Tuesday, April 15, 2014

GUN CONTROL AT WORK IN CHICAGO

In the Windy City, which has some of the strictest gun controls in the nation, 36 were shot in 36 hours

Gun control obviously works well in Chicago. The crooks and gangbangers control the guns. But with only four dead in 36 shootings, they desperately need some serious firearms training.

4 DEAD, 36 SHOT IN CHICAGO IN 36 HOURS
Officers responded to at least 27 incidents, starting at 3:30 p.m. Friday

By Stephanie K. Baer and Peter Nickeas

Chicago Tribune
April 14, 2014

CHICAGO — At least 36 people were shot in Chicago, four of them fatally, in as many hours over the weekend, with more than half of the shootings occurring over a half-day period stretching into early Sunday.

Officers responded to at least 27 incidents, starting at 3:30 p.m. Friday in the West Woodlawn neighborhood on the South Side involving an attack that left a 17-year-old girl dead and two other people wounded, police said. There were also fatal shootings in the South Shore neighborhood Friday night and the Washington Park neighborhood early Sunday, both on the South Side.

Late Sunday, police announced charges in one of the killings.

Chicago Police Department spokesman Adam Collins declined to comment on whether the weekend's temperatures — Saturday reached 80 degrees, the city's warmest day so far this year — contributed to the number of shootings, though criminologists have said that weather does play a role in violent crime.

"While the city continues to see reductions in crime and violence, there's obviously much more to be done, and we continue to be challenged by lax state and federal gun laws," Collins said, reiterating a position that police Superintendent Garry McCarthy has expressed when discussing the department's crime-fighting efforts.

"No one will rest until everyone in Chicago enjoys the same sense of safety," he said.

Shontell Brown, mother of the 17-year-old girl killed Friday, called the situation on the city's streets "an ongoing war," saying that her daughter Gakirah Barnes was not the first teen from the South Chicago neighborhood to die violently.

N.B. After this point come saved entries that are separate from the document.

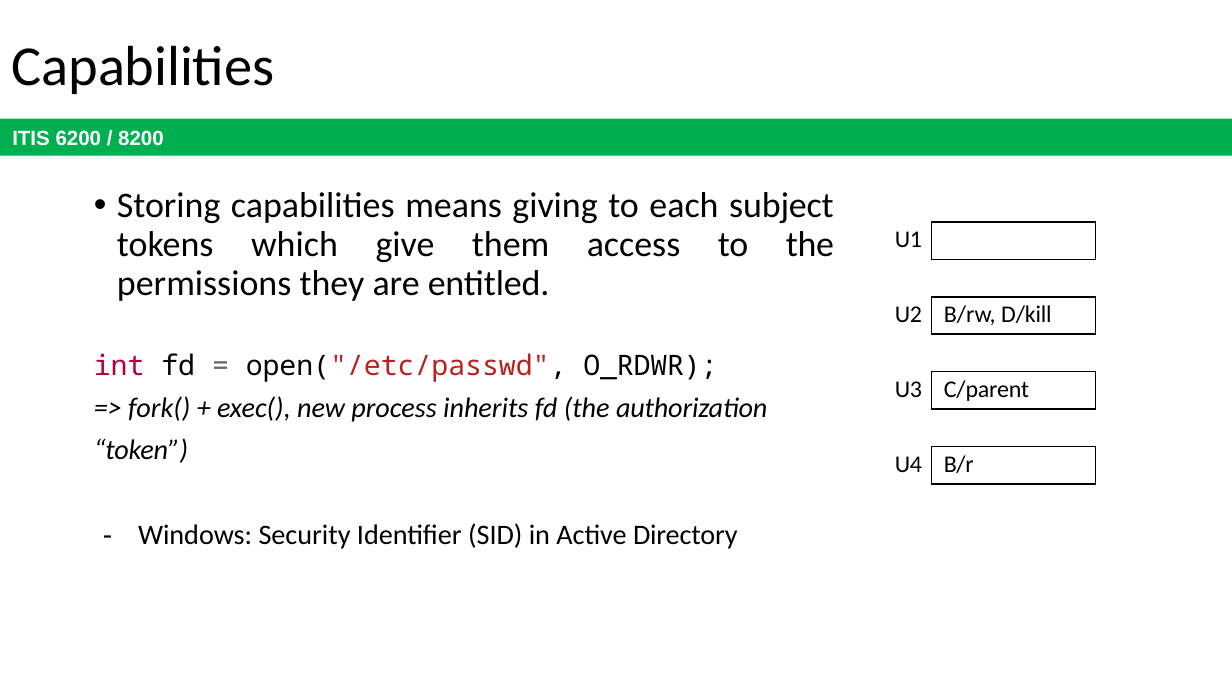
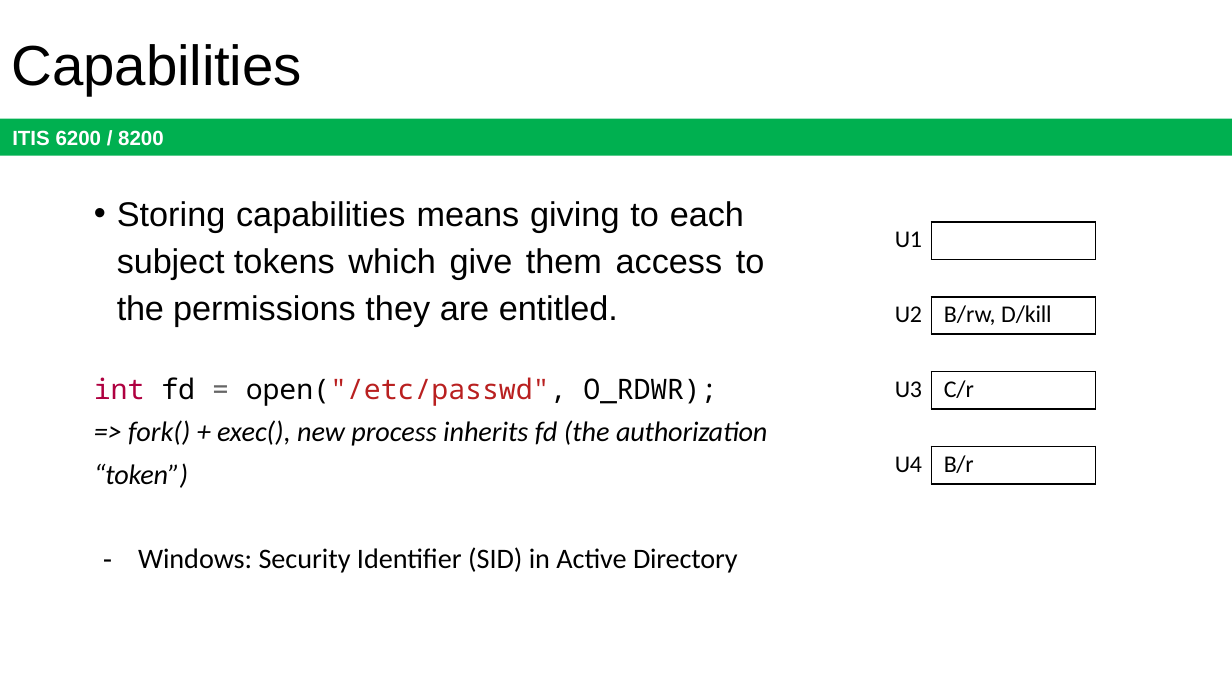
Before and after one commit to jx5c/github.io, a slide deck: slide 19 of teaching/ITIS6200/2023fa/lectures/lec09.pptx. Drawn at 1232x693 pixels with LibreOffice and Linux fonts; fonts in the diff are those of the drawing. Boxes give left, top, right and bottom in pixels: in the first picture for what was removed or moved away, otherwise in the second. Text is boxed around its words. In the diff, an @@ line names an element or a change of style, - is before the commit and + after.

```diff
--- a/teaching/ITIS6200/2023fa/lectures/lec09.pptx
+++ b/teaching/ITIS6200/2023fa/lectures/lec09.pptx
@@ title "Capabilities" at (12,44,302,95): font Calibri to Arial @@
@@ text at (117,201,765,326): size 21 to 20 pt, font Calibri to Arial in "Storing capabilities means giving to each subject ..."; alignment justified to left; line spacing 0.9 to 1.14 @@
@@ table at (892,222,1095,484) @@
-row 5, column 2: C/parent
+row 5, column 2: C/r
```
Also in this commit, not shown: 29 other slides changed, 1 slide added, 1 slide removed.

"This is something that has become all too normal to everybody, and it needs to stop," Brown said in a phone interview. "We need to come together as a community and just unite to get our children and our streets back."

Barnes, of the 8000 block of South South Shore Drive, was pronounced dead at 5:43 p.m. at Northwestern Memorial Hospital, the Cook County medical examiner's office said. An autopsy done Saturday determined that she died of multiple gunshot wounds and her death was ruled a homicide, the office said.

Barnes was a distant cousin of 13-year-old Tyquan Tyler, who was shot to death in June 2012, but the two were close enough that Barnes referred to Tyquan as her brother.

Tyquan's "mother is related to me through marriage so we've kind of raised our kids together once her family married my family," Brown said.

Barnes has four siblings, two older brothers and a younger brother and sister, her mother said.

About two hours before she was fatally shot on a porch in the 6400 block of South Eberhart Avenue, Barnes was leaving home to meet up with friends at a barbecue, her mother said.

"I told her that I loved her and to be careful — which is something that I told her every day when she went out on the Chicago streets," Brown said.

Nearly 34 hours later, a 20-year-old man was fatally shot outside a home in the 3000 block of West 53rd Place in the Gage Park neighborhood on the Southwest Side. He was identified by the Cook County medical examiner's office as Joshua Martinez, of the 4900 block of South Karlov Avenue.

Shards of glass from the home's front door littered the steps early Sunday morning. Martinez's body lay facedown on a sidewalk in front, covered by a white sheet, his feet resting on the bottom steps of the bungalow, a home that is common to Gage Park.

Police said Sunday night that a 17-year boy has been charged with first-degree murder in the killing around 1 a.m. that day, noting it stemmed from an argument during which the suspect retrieved a handgun from his residence and shot Martinez several times.

An hour and a half later, two people were shot in the 6000 block of South Indiana Avenue in Washington Park, police said. A 32-year-old man was hit in the chest and died at Stroger Hospital. A 27-year-old woman was shot in the leg and also was taken to Stroger.

The medical examiner's office identified the man as Corey Brownlee, of the same block where he was shot. He was pronounced dead at 3:26 a.m.

Friday's second fatal shooting occurred on the porch of a frame home in the 6800 block of South Crandon Avenue.

Shannon Mack, 34, of the same block, was pronounced dead at 10:45 p.m. An autopsy determined that he died of multiple gunshot wounds, and his death was ruled a homicide.